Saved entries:
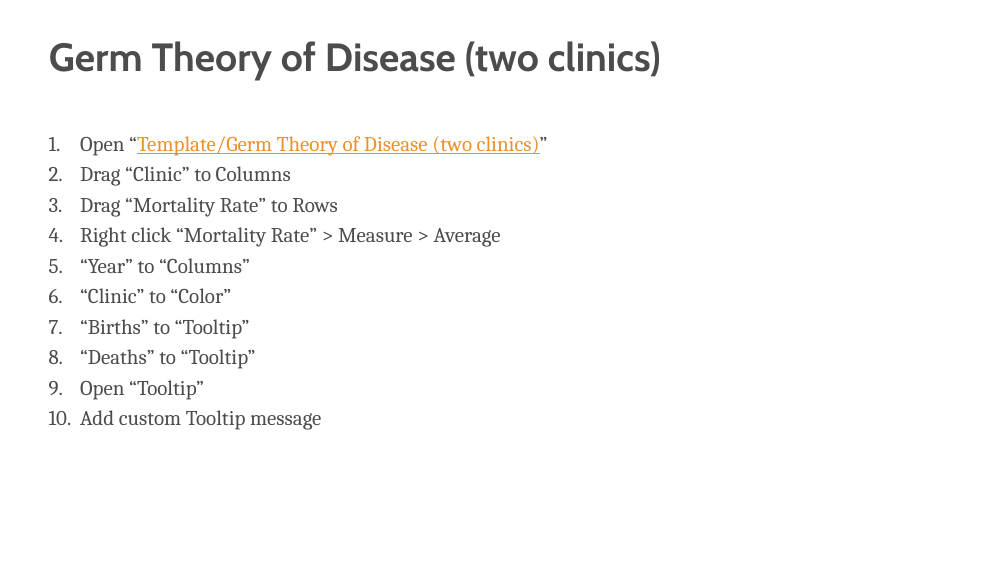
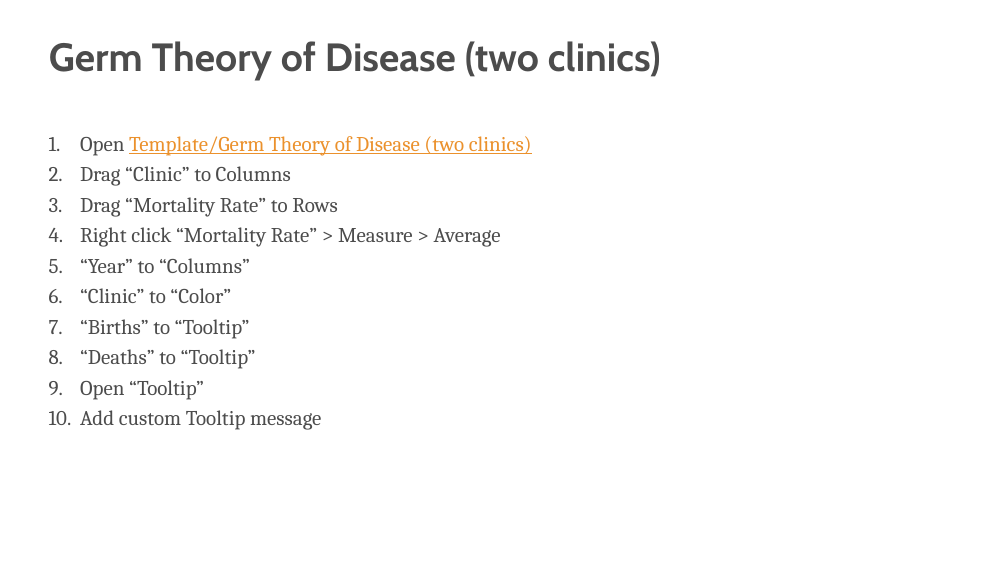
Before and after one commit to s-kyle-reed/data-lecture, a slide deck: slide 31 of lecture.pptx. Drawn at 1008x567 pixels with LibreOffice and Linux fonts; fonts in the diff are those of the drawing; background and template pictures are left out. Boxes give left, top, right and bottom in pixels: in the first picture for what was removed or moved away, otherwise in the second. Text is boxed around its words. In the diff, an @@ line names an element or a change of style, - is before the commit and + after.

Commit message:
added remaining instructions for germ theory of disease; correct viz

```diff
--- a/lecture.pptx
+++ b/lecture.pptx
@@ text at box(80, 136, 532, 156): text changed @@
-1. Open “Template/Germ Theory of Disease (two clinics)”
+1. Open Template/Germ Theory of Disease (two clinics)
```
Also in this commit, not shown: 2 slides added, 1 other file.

==

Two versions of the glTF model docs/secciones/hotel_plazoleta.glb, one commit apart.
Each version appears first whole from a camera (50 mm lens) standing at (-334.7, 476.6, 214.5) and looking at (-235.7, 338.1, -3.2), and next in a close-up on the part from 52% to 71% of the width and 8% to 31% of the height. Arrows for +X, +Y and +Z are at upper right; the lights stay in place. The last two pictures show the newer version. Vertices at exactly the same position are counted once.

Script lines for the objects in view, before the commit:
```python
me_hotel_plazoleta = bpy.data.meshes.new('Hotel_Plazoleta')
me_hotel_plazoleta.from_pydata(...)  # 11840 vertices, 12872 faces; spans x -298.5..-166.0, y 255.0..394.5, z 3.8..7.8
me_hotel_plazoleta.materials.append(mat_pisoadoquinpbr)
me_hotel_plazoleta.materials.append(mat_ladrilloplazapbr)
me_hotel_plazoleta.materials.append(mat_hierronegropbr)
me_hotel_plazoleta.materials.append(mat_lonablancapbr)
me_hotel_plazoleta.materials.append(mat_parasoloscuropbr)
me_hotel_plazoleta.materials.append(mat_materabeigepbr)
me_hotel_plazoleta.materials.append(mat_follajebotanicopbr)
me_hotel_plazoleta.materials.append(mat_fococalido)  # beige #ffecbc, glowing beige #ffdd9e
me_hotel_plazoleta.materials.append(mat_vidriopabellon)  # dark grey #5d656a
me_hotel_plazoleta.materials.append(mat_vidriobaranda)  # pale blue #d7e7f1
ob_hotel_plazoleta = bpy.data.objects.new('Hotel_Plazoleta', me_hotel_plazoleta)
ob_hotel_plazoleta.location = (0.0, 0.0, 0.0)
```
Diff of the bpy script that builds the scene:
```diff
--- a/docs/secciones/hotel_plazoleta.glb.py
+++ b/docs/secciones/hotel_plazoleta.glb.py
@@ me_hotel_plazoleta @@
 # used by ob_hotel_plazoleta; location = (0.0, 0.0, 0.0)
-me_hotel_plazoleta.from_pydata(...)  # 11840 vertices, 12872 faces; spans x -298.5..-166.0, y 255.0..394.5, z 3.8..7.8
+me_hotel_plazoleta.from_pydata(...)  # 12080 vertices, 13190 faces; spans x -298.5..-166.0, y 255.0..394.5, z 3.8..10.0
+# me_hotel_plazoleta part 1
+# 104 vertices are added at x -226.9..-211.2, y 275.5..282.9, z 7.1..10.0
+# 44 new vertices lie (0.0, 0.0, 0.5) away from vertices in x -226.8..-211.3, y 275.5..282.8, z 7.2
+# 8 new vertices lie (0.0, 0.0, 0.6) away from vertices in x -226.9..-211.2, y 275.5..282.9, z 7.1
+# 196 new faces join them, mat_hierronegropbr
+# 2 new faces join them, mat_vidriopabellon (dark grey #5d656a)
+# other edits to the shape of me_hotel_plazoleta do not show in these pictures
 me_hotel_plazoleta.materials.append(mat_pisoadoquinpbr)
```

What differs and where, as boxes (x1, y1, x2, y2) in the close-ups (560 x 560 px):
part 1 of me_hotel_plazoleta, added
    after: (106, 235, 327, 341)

* * *

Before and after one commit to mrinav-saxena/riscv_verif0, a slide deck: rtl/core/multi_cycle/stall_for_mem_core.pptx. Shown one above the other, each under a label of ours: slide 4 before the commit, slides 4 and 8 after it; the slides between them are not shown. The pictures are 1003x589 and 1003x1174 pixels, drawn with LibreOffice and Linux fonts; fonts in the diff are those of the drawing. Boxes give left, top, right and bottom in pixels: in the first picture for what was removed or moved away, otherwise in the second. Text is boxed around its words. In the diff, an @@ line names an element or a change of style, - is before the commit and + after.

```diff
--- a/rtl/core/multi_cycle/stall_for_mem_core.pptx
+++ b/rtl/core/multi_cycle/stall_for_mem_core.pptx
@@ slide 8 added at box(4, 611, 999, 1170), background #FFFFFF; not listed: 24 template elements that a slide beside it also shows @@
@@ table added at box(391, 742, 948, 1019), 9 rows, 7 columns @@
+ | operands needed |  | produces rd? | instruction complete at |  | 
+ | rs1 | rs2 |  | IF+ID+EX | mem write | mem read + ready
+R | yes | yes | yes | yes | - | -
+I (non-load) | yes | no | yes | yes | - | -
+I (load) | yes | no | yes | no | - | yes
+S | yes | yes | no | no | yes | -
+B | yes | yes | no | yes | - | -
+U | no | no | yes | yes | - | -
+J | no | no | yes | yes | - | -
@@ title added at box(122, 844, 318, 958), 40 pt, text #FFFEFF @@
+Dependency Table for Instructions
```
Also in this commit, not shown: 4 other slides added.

Exercise requirements = Among the entries above, find the line with "Before and after one commit to s-kyle-reed/data-lecture, a" and the line with "Also in this commit, not shown: 2"; give again exactly these two lines and all lines between them.

Response box =
Before and after one commit to s-kyle-reed/data-lecture, a slide deck: slide 31 of lecture.pptx. Drawn at 1008x567 pixels with LibreOffice and Linux fonts; fonts in the diff are those of the drawing; background and template pictures are left out. Boxes give left, top, right and bottom in pixels: in the first picture for what was removed or moved away, otherwise in the second. Text is boxed around its words. In the diff, an @@ line names an element or a change of style, - is before the commit and + after.

Commit message:
added remaining instructions for germ theory of disease; correct viz

```diff
--- a/lecture.pptx
+++ b/lecture.pptx
@@ text at box(80, 136, 532, 156): text changed @@
-1. Open “Template/Germ Theory of Disease (two clinics)”
+1. Open Template/Germ Theory of Disease (two clinics)
```
Also in this commit, not shown: 2 slides added, 1 other file.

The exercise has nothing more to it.